I've seen it happen before where the sensor is not properly mounted in the dash and fallen down into the cavity. But that was back in the '80s.


----------



## obermd (Mar 3, 2012)

Tomko said:


> I've seen it happen before where the sensor is not properly mounted in the dash and fallen down into the cavity. But that was back in the '80s.


You should still be under the B2B warranty. Have your dealership verify the sensor is working properly.


----------



## ChevyGuy (Dec 13, 2014)

obermd said:


> You should still be under the B2B warranty. Have your dealership verify the sensor is working properly.


It works. The question is the threshold. I doubt if it's specified in the manual. If it's not in the manual, the dealer will say "it's normal". A test needs to be devised that shows the car is too sensitive and other cars on the lot are not.


----------



## jblackburn (Apr 14, 2012)

Traffic regularly gets backed up under an overpass here and mine will switch on in ~10 seconds.
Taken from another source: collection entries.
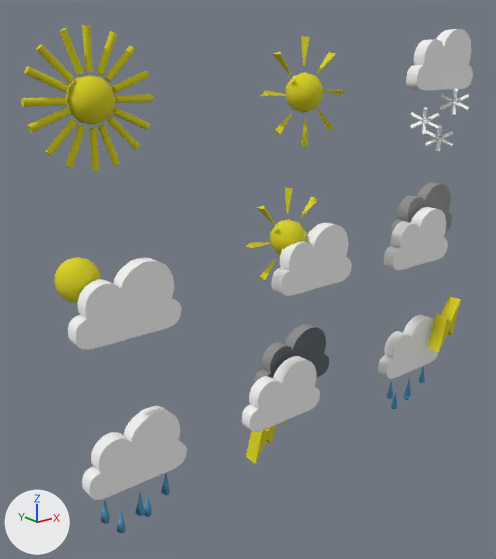
What one commit did to the glTF model snow.glb.
Camera for both pictures: a 50 mm camera at (-75.1, -200.8, 132.7) aimed at (21.4, -80.3, 84.5). The axes (+X, +Y, +Z) are drawn at lower left. The lights are the same throughout. Where no turn or scale is listed for an object, it has been applied to the vertices.

Objects in the first picture: 'cloud_cloud_0', 'cloudly_cloudly_0', 'lighting_lighting_0', 'rain_lighting_rain&lighting_0', 'rain_rain_0', 'snow_snow_0', 'sun_2_sun_2.3_0', 'sun_3_sun_3_0', 'sun_cloud_sun&cloud_0', 'sun_sun.1_0'.
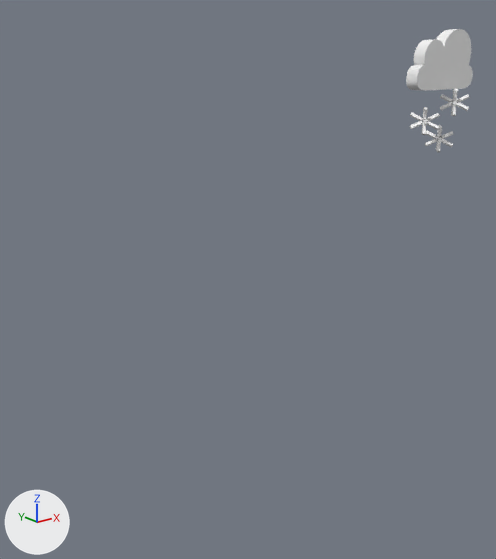
The newer file is also turned or shifted as a whole; pictures and numbers use the older file's frame.

Diff of the bpy script that builds the scene:
```diff
--- a/snow.glb.py
+++ b/snow.glb.py
@@ ob_cloud_cloud_0 @@
-ob_cloud_cloud_0 = bpy.data.objects.new('cloud_cloud_0', me_cloud_cloud_0)
-ob_cloud_cloud_0.location = (-16.3, -89.0, 89.9)
@@ ob_cloudly_cloudly_0 @@
-ob_cloudly_cloudly_0 = bpy.data.objects.new('cloudly_cloudly_0', me_cloudly_cloudly_0)
-ob_cloudly_cloudly_0.location = (75.7, -86.7, 91.4)
@@ ob_lighting_lighting_0 @@
-ob_lighting_lighting_0 = bpy.data.objects.new('lighting_lighting_0', me_lighting_lighting_0)
-ob_lighting_lighting_0.location = (30.1, -84.2, 58.6)
@@ ob_rain_rain_0 @@
-ob_rain_rain_0 = bpy.data.objects.new('rain_rain_0', me_rain_rain_0)
-ob_rain_rain_0.location = (-15.9, -88.9, 55.2)
@@ ob_rain_lighting_rain_lighting_0 @@
-ob_rain_lighting_rain_lighting_0 = bpy.data.objects.new('rain_lighting_rain&lighting_0', me_rain_lighting_rain_lighting_0)
-ob_rain_lighting_rain_lighting_0.location = (72.7, -89.1, 55.6)
@@ ob_sun_sun_1_0 @@
-ob_sun_sun_1_0 = bpy.data.objects.new('sun_sun.1_0', me_sun_sun_1_0)
-ob_sun_sun_1_0.location = (-18.3, -85.6, 135.3)
@@ ob_sun_2_sun_2_3_0 @@
-ob_sun_2_sun_2_3_0 = bpy.data.objects.new('sun_2_sun_2.3_0', me_sun_2_sun_2_3_0)
-ob_sun_2_sun_2_3_0.location = (33.2, -85.6, 135.3)
@@ ob_sun_3_sun_3_0 @@
-ob_sun_3_sun_3_0 = bpy.data.objects.new('sun_3_sun_3_0', me_sun_3_sun_3_0)
-ob_sun_3_sun_3_0.location = (-22.1, -82.8, 93.4)
@@ ob_sun_cloud_sun_cloud_0 @@
-ob_sun_cloud_sun_cloud_0 = bpy.data.objects.new('sun_cloud_sun&cloud_0', me_sun_cloud_sun_cloud_0)
-ob_sun_cloud_sun_cloud_0.location = (29.1, -85.6, 102.9)
```

What differs and where, as boxes [x1, y1, x2, y2] in the pictures (496 x 559 px):
'sun_sun.1_0', deleted (yellow): before [21, 25, 154, 171]
'cloud_cloud_0', deleted: before [68, 257, 181, 349]
'rain_rain_0', deleted: before [82, 406, 187, 533]
'lighting_lighting_0', deleted: before [242, 324, 329, 463]
'sun_cloud_sun&cloud_0', deleted: before [246, 187, 352, 296]
'cloudly_cloudly_0', deleted: before [384, 182, 452, 270]
'rain_lighting_rain&lighting_0', deleted: before [378, 296, 461, 409]
'sun_2_sun_2.3_0', deleted (yellow): before [261, 36, 345, 147]
'sun_3_sun_3_0', deleted (yellow): before [54, 257, 101, 303]

If it makes you feel any better, I think our Camry is just as sensitive.


----------



## Tomko (Jun 1, 2013)

Premier17 said:


> Has anyone else noticed on the Gen2 Cruze that the auto-headlights are way too sensitive to ambient light compared to many other cars? I drive on a lot of roads with tree cover and on a course of driving 15 minutes to work my headlights will turn on/off over 10 times. If I pass under a group of trees, and the reduced light lasts for even just 5 seconds, on come the headlights. Same thing trying to pull into the garage. Can't pull in without the dang headlights turning on. I've had a several other cars with the automatic headlights (all GM) and the Cruze is the only one that seems so sensitive like this. Seems ridiculous for the headlights to come on after literally seconds of reduced light. Is there anyway to fool it to thinking it's always light out? I know I can disable the auto lights, but then I'd lose DRL which I don't want to do. Other option is to leave the headlights on ALL the time, but that is a waste of bulb life.


Does it interfere with your enjoyment of the vehicle?


----------



## Premier17 (May 20, 2017)

It does, because I am a bit OCD about my vehicles and it bugs me that something needlessly is turning on/off all the time. I probably wouldn't care quite as much if I had just Halogen bulbs, but I have HID and it is really hard on the components to be short cycled like that.


----------



## Tomko (Jun 1, 2013)

Premier17 said:


> It does, because I am a bit OCD about my vehicles and it bugs me that something needlessly is turning on/off all the time. I probably wouldn't care quite as much if I had just Halogen bulbs, but I have HID and it is really hard on the components to be short cycled like that.


GM did not design that circuit for HIDs. 

Even so, the HIDs on my DTS switch on when I pull into my one car garage. And after almost nine years of that still seems to be working fine. But that circuit was designed for HIDs. 

Nothing wrong with a little automotive OCD from time to time. But a few meditation classes will work out cheaper in the long run.


----------